■ **What is being asked**
Repeat the records below exactly, leaving out any pictures.

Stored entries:
Start of Block

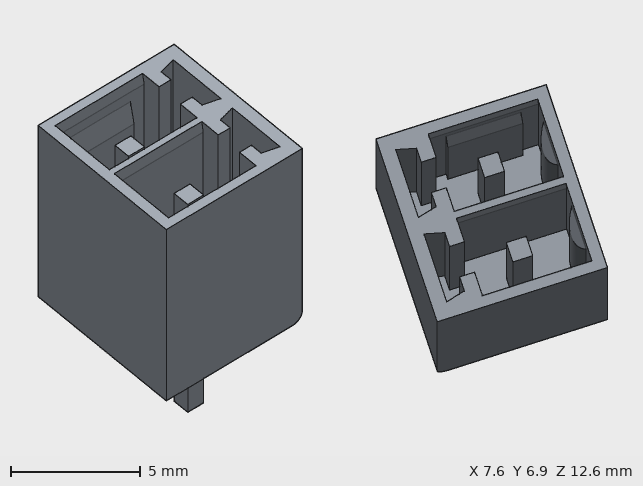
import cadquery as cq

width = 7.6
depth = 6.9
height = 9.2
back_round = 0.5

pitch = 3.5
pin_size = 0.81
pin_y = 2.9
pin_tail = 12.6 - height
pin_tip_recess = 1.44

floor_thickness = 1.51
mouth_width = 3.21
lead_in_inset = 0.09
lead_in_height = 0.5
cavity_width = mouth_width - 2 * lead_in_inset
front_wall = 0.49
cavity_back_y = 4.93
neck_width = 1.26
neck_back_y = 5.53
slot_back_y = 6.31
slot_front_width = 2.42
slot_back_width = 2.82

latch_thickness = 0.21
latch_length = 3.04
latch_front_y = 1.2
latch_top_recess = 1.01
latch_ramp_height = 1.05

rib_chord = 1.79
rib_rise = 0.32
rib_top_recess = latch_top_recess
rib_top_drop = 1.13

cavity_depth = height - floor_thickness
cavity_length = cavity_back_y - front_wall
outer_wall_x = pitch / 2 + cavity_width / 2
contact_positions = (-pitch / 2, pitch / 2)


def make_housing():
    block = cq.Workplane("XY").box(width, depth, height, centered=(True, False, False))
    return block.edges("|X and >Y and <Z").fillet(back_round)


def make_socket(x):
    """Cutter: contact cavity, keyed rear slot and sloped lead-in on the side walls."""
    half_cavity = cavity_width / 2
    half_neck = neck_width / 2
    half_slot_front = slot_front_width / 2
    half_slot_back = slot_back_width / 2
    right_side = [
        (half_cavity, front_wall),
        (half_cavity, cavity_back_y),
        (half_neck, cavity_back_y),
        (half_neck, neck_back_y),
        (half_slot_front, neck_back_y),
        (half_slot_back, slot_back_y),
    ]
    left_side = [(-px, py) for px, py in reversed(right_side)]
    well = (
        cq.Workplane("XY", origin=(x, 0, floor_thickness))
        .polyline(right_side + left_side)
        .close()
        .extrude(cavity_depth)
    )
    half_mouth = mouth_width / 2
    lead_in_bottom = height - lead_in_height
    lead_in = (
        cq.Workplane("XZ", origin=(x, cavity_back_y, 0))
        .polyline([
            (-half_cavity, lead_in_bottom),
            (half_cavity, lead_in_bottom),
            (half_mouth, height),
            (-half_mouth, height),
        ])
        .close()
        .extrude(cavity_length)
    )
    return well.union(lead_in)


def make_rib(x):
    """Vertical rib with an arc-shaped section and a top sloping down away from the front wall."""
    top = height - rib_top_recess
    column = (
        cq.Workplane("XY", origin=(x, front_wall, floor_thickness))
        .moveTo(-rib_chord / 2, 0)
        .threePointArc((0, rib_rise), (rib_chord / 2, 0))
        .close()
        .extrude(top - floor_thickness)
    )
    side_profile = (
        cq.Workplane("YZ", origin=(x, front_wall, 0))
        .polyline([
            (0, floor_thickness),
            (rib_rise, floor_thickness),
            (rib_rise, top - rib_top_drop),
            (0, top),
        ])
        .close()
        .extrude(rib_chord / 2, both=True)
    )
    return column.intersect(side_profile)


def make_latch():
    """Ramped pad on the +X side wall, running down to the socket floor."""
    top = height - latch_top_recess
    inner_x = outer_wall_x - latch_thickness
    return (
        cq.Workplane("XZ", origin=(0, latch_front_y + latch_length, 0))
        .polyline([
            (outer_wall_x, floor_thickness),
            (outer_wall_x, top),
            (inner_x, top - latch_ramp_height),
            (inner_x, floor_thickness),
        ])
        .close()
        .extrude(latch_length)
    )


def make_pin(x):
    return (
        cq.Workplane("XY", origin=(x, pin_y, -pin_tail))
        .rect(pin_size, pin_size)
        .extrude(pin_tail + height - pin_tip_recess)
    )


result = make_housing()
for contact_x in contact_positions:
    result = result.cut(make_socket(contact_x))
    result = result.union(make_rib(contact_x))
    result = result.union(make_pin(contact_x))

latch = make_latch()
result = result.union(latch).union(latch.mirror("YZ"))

End of Block

■ **Exercise answer**
import cadquery as cq

width = 7.6
depth = 6.9
height = 9.2
back_round = 0.5

pitch = 3.5
pin_size = 0.81
pin_y = 2.9
pin_tail = 12.6 - height
pin_tip_recess = 1.44

floor_thickness = 1.51
mouth_width = 3.21
lead_in_inset = 0.09
lead_in_height = 0.5
cavity_width = mouth_width - 2 * lead_in_inset
front_wall = 0.49
cavity_back_y = 4.93
neck_width = 1.26
neck_back_y = 5.53
slot_back_y = 6.31
slot_front_width = 2.42
slot_back_width = 2.82

latch_thickness = 0.21
latch_length = 3.04
latch_front_y = 1.2
latch_top_recess = 1.01
latch_ramp_height = 1.05

rib_chord = 1.79
rib_rise = 0.32
rib_top_recess = latch_top_recess
rib_top_drop = 1.13

cavity_depth = height - floor_thickness
cavity_length = cavity_back_y - front_wall
outer_wall_x = pitch / 2 + cavity_width / 2
contact_positions = (-pitch / 2, pitch / 2)


def make_housing():
    block = cq.Workplane("XY").box(width, depth, height, centered=(True, False, False))
    return block.edges("|X and >Y and <Z").fillet(back_round)


def make_socket(x):
    """Cutter: contact cavity, keyed rear slot and sloped lead-in on the side walls."""
    half_cavity = cavity_width / 2
    half_neck = neck_width / 2
    half_slot_front = slot_front_width / 2
    half_slot_back = slot_back_width / 2
    right_side = [
        (half_cavity, front_wall),
        (half_cavity, cavity_back_y),
        (half_neck, cavity_back_y),
        (half_neck, neck_back_y),
        (half_slot_front, neck_back_y),
        (half_slot_back, slot_back_y),
    ]
    left_side = [(-px, py) for px, py in reversed(right_side)]
    well = (
        cq.Workplane("XY", origin=(x, 0, floor_thickness))
        .polyline(right_side + left_side)
        .close()
        .extrude(cavity_depth)
    )
    half_mouth = mouth_width / 2
    lead_in_bottom = height - lead_in_height
    lead_in = (
        cq.Workplane("XZ", origin=(x, cavity_back_y, 0))
        .polyline([
            (-half_cavity, lead_in_bottom),
            (half_cavity, lead_in_bottom),
            (half_mouth, height),
            (-half_mouth, height),
        ])
        .close()
        .extrude(cavity_length)
    )
    return well.union(lead_in)


def make_rib(x):
    """Vertical rib with an arc-shaped section and a top sloping down away from the front wall."""
    top = height - rib_top_recess
    column = (
        cq.Workplane("XY", origin=(x, front_wall, floor_thickness))
        .moveTo(-rib_chord / 2, 0)
        .threePointArc((0, rib_rise), (rib_chord / 2, 0))
        .close()
        .extrude(top - floor_thickness)
    )
    side_profile = (
        cq.Workplane("YZ", origin=(x, front_wall, 0))
        .polyline([
            (0, floor_thickness),
            (rib_rise, floor_thickness),
            (rib_rise, top - rib_top_drop),
            (0, top),
        ])
        .close()
        .extrude(rib_chord / 2, both=True)
    )
    return column.intersect(side_profile)


def make_latch():
    """Ramped pad on the +X side wall, running down to the socket floor."""
    top = height - latch_top_recess
    inner_x = outer_wall_x - latch_thickness
    return (
        cq.Workplane("XZ", origin=(0, latch_front_y + latch_length, 0))
        .polyline([
            (outer_wall_x, floor_thickness),
            (outer_wall_x, top),
            (inner_x, top - latch_ramp_height),
            (inner_x, floor_thickness),
        ])
        .close()
        .extrude(latch_length)
    )


def make_pin(x):
    return (
        cq.Workplane("XY", origin=(x, pin_y, -pin_tail))
        .rect(pin_size, pin_size)
        .extrude(pin_tail + height - pin_tip_recess)
    )


result = make_housing()
for contact_x in contact_positions:
    result = result.cut(make_socket(contact_x))
    result = result.union(make_rib(contact_x))
    result = result.union(make_pin(contact_x))

latch = make_latch()
result = result.union(latch).union(latch.mirror("YZ"))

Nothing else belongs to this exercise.